The current format of the Football World Cup means that group matches are first played in a four-team league. The first two teams in the group go forward, the last two go home. The group matches are followed by matches between the last 16, then the quarter finals, semi-finals and final.

This format has many disadvantages:

  • A team can be lucky or unlucky and be selected by the draw to compete in a group of stronger or weaker opponents.
  • In certain groups, the suspense is over after just two days. Successful winning teams have already qualified for the quarter finals, while others have already lost twice and can no longer qualify. The third games in the group phase are often boring and inconsequential, compulsory meaningless exercises.
  • Teams are eliminated solely because of poor goal differences.
  • It is a strange form of hospitality to send a team home after only three days play.
  • With the present format, teams, TV stations and hoteliers can only plan for the group phase.
  • For millions of fans the World Cup is already over in an emotional sense if their home team is eliminated in the early stages.
  • The present format means that the championship table is continuously halved. After the group phase, 50% of the teams leave for home. After the last 16, another 50% of the teams left are also sent home, until only 4 of the 32 teams remain.

In the 2010 football world championships in South Africa, I would have liked to have watched the following games: Brazil vs Germany, Argentina vs France, Spain vs Italy, England vs. Holland. This is not possible with the present format as teams constantly have to leave the competition. I therefore propose a different World Cup Finals format.

Sugested new rule: the World Cup Finals will be held using the “Swiss System”.

This championship format has no group matches and no final. Each team plays seven games and none go home early. Each team is always allocated another opponent. In the first round, strong teams play against weaker teams. A table is compiled after the first round has been played.

The procedure for the second and all further rounds is as follows: The team at the top of the table plays against the next best opponent, which it has not yet competed against. The second placed team will play against the next best opponent, which it has not yet competed against. In this way strong teams play against each other and weaker teams against each other. The team with the highest number of points wins the championship.
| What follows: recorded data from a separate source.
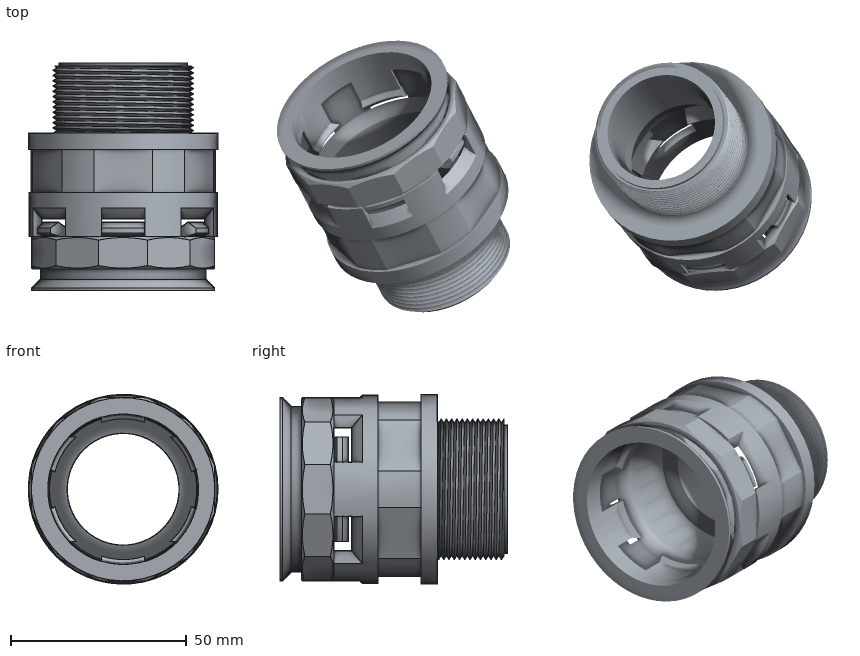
import cadquery as cq
import math

LENGTH = 64.8

RIM_WIDTH = 0.8
RIM_RADIUS = 26.05
FLARE_END = 3.25
SLEEVE_RADIUS = 23.6
MOUTH_RADIUS = 21.4
HOOK_START = 14.6
HOOK_CREST = 15.75
HOOK_CREST_WIDTH = 0.4
HOOK_CREST_RADIUS = 20.0
GAP_START = 6.95
FINGER_RADIUS = 22.55
CATCH_FOOT = 15.05
CATCH_RADIUS = 25.55
CATCH_START = 16.35
CATCH_END = 17.75
FINGER_TIP = 19.5
FINGER_TIP_RADIUS = 23.7
TOP_FINGER_HALF_WIDTH = 6.1
SIDE_FINGER_TOP = 14.9
SIDE_FINGER_OFFSET = 5.45

COLLAR_START = 6.15
COLLAR_SIDES = 12
COLLAR_APOTHEM = 26.05
COLLAR_FACE_RADIUS = 25.75
COLLAR_CHAMFER_DEPTH = 1.0
COLLAR_MOUTH_CHAMFER = 0.85
CAGE_START = 15.35
CAGE_RADIUS = 26.8
HEX_START = 27.9
HEX_SIDES = 6
HEX_APOTHEM = 24.9
HEX_CORNER_RADIUS = 26.25
FLANGE_START = 40.1
FLANGE_RADIUS = 27.0
THREAD_START = 44.8
THREAD_END = 63.85
THREAD_RADIUS = 19.95
THREAD_ROOT_RADIUS = 18.8
THREAD_PITCH = 1.5
THREAD_START_ANGLE = 180.0
FLANK_STEPS = 6
SPIGOT_RADIUS = 18.3
SOCKET_RADIUS = 24.0
SOCKET_END = 20.4
CONDUIT_RADIUS = 21.5
CONDUIT_SEAT_RADIUS = 20.95
CONDUIT_TAPER_END = 24.0
CONDUIT_SEAT = FLANGE_START
BORE_RADIUS = 15.9

FOOT_ANGLE = 30.0

WINDOW_OUTER_END = 23.45
TOP_WINDOW_HALF_WIDTH = 6.15
SIDE_WINDOW_X = 16.45
SIDE_WINDOW_OFFSET = TOP_WINDOW_HALF_WIDTH

REACH = 32.4


def revolve_profile(points):
    """Turn a (radius, station) outline about the Y axis."""
    return cq.Workplane("XY").polyline(points).close().revolve(360, (0, 0, 0), (0, 1, 0))


def disc(radius, start, end):
    return cq.Workplane("XZ", origin=(0, start, 0)).circle(radius).extrude(start - end)


def prism(sides, apothem, start, end):
    """Regular prism along Y with one flat facing +Z."""
    corner_diameter = 2 * apothem / math.cos(math.pi / sides)
    outline = cq.Workplane("XZ", origin=(0, start, 0)).transformed(rotate=(0, 0, 180 / sides + 90))
    return outline.polygon(sides, corner_diameter).extrude(start - end)


def slab(x_range, z_range, start, end):
    """Box along Y over the given X and Z ranges."""
    size = (x_range[1] - x_range[0], end - start, z_range[1] - z_range[0])
    return cq.Workplane("XY").box(*size, centered=False).translate((x_range[0], start, z_range[0]))


def in_four_quadrants(shape):
    upper = shape.union(shape.mirror("YZ"))
    return upper.union(upper.mirror("XY"))


def above_foot(offset, start, end):
    """Wedge in the +X +Z quadrant above a foot that rises outward, its plane offset below the axis."""
    angle = math.radians(FOOT_ANGLE)
    foot_x = offset / math.sin(angle)
    foot_rise = (REACH - foot_x) * math.tan(angle)
    outline = cq.Workplane("XZ", origin=(0, start, 0)).polyline([
        (foot_x, 0),
        (REACH, foot_rise),
        (REACH, REACH),
        (0, REACH),
        (0, 0),
    ])
    return outline.close().extrude(start - end)


def make_collar():
    corner_radius = COLLAR_APOTHEM / math.cos(math.pi / COLLAR_SIDES)
    chamfered_blank = revolve_profile([
        (0, COLLAR_START),
        (COLLAR_FACE_RADIUS, COLLAR_START),
        (corner_radius, COLLAR_START + COLLAR_CHAMFER_DEPTH),
        (corner_radius, CAGE_START - COLLAR_CHAMFER_DEPTH),
        (COLLAR_FACE_RADIUS, CAGE_START),
        (0, CAGE_START),
    ])
    return prism(COLLAR_SIDES, COLLAR_APOTHEM, COLLAR_START, CAGE_START).intersect(chamfered_blank)


def make_hex_body():
    rounding = disc(HEX_CORNER_RADIUS, HEX_START, FLANGE_START)
    return prism(HEX_SIDES, HEX_APOTHEM, HEX_START, FLANGE_START).intersect(rounding)


def make_thread():
    """Left-hand V thread: a section with one crest and one root, twisted along its axis."""
    depth = THREAD_RADIUS - THREAD_ROOT_RADIUS
    flank = []
    for step in range(FLANK_STEPS + 1):
        fraction = step / FLANK_STEPS
        radius = THREAD_RADIUS - depth * fraction
        angle = math.pi * fraction
        flank.append((radius * math.cos(angle), radius * math.sin(angle)))
    mirrored_flank = [(x, -y) for x, y in reversed(flank)]
    length = THREAD_END - THREAD_START
    rod = (
        cq.Workplane("XY")
        .moveTo(*flank[0])
        .spline(flank[1:], includeCurrent=True)
        .spline(mirrored_flank[1:], includeCurrent=True)
        .close()
        .twistExtrude(length, -360 * length / THREAD_PITCH)
    )
    rod = rod.rotate((0, 0, 0), (0, 0, 1), THREAD_START_ANGLE)
    return rod.rotate((0, 0, 0), (1, 0, 0), -90).translate((0, THREAD_START, 0))


def make_windows():
    """Axis-aligned window openings whose rear walls slope outward."""
    slope = (WINDOW_OUTER_END - SOCKET_END) / (CAGE_RADIUS - SOCKET_RADIUS)
    reach_end = SOCKET_END + slope * (REACH - SOCKET_RADIUS)
    inner_radius = SLEEVE_RADIUS
    inner_end = SOCKET_END - slope * (SOCKET_RADIUS - inner_radius)
    window_ring = revolve_profile([
        (inner_radius, CAGE_START),
        (REACH, CAGE_START),
        (REACH, reach_end),
        (inner_radius, inner_end),
    ])
    top_half = TOP_WINDOW_HALF_WIDTH
    top_and_bottom = slab((-top_half, top_half), (-REACH, REACH), CAGE_START, reach_end)
    outboard = slab((SIDE_WINDOW_X, REACH), (0, REACH), CAGE_START, reach_end)
    side = above_foot(SIDE_WINDOW_OFFSET, CAGE_START, reach_end).intersect(outboard)
    return window_ring.intersect(top_and_bottom.union(in_four_quadrants(side)))


def make_housing_bore():
    return revolve_profile([
        (0, COLLAR_START),
        (SOCKET_RADIUS + COLLAR_MOUTH_CHAMFER, COLLAR_START),
        (SOCKET_RADIUS, COLLAR_START + COLLAR_MOUTH_CHAMFER),
        (SOCKET_RADIUS, SOCKET_END),
        (CONDUIT_RADIUS, CONDUIT_TAPER_END),
        (CONDUIT_SEAT_RADIUS, CONDUIT_SEAT),
        (BORE_RADIUS, CONDUIT_SEAT),
        (BORE_RADIUS, LENGTH),
        (0, LENGTH),
    ])


def make_housing():
    outside = (
        make_collar()
        .union(disc(CAGE_RADIUS, CAGE_START, HEX_START))
        .union(make_hex_body())
        .union(disc(FLANGE_RADIUS, FLANGE_START, THREAD_START))
        .union(make_thread())
        .union(disc(SPIGOT_RADIUS, THREAD_START, LENGTH))
    )
    return outside.cut(make_housing_bore()).cut(make_windows())


def make_finger_zone():
    """Six sectors that keep the fingers: top, bottom and two on each side."""
    top_half = TOP_FINGER_HALF_WIDTH
    top_and_bottom = slab((-top_half, top_half), (-REACH, REACH), GAP_START, FINGER_TIP)
    below_top = slab((0, REACH), (0, SIDE_FINGER_TOP), GAP_START, FINGER_TIP)
    side = above_foot(SIDE_FINGER_OFFSET, GAP_START, FINGER_TIP).intersect(below_top)
    return top_and_bottom.union(in_four_quadrants(side))


def make_sleeve():
    full = revolve_profile([
        (MOUTH_RADIUS, 0),
        (RIM_RADIUS, 0),
        (RIM_RADIUS, RIM_WIDTH),
        (SLEEVE_RADIUS, FLARE_END),
        (SLEEVE_RADIUS, GAP_START),
        (FINGER_RADIUS, GAP_START),
        (FINGER_RADIUS, CATCH_FOOT),
        (CATCH_RADIUS, CATCH_START),
        (CATCH_RADIUS, CATCH_END),
        (FINGER_TIP_RADIUS, FINGER_TIP),
        (HOOK_CREST_RADIUS, HOOK_CREST + HOOK_CREST_WIDTH),
        (HOOK_CREST_RADIUS, HOOK_CREST),
        (MOUTH_RADIUS, HOOK_START),
    ])
    ring_zone = disc(REACH, 0, GAP_START)
    return full.intersect(ring_zone.union(make_finger_zone()))


housing = make_housing()
sleeve = make_sleeve()
result = cq.Compound.makeCompound([housing.val(), sleeve.val()])

Here’s an example with just a few teams:

1st round: Strong teams are seeded, weaker opponents are allocated by drawing lots.
Say the matches gave the following results:

Brazil - Slovenia 5 : 0
Germany - Japan 4 : 0
Argentina - USA 3 : 0
Spain - Ghana 2 : 0
France - Honduras 1 : 1

The table after the first round

1. Brazil
2. Germany
3. Argentina
4. Spain
5. France
6. Honduras
7. Ghana
8. USA
9. Japan
10. Slovenia

This table serves as the basis for deciding the opponents for the second round. It begins with the first-placed team, i.e. Brazil. The next placed team, which has yet not played against Brazil, would be Germany. The team pairs for the second round are decided in this way, to the elation of millions of spectators. Argentina plays against Spain. France has already played against Honduras, so the next opponent is Ghana. Honduras plays against the USA and Japan against Slovenia.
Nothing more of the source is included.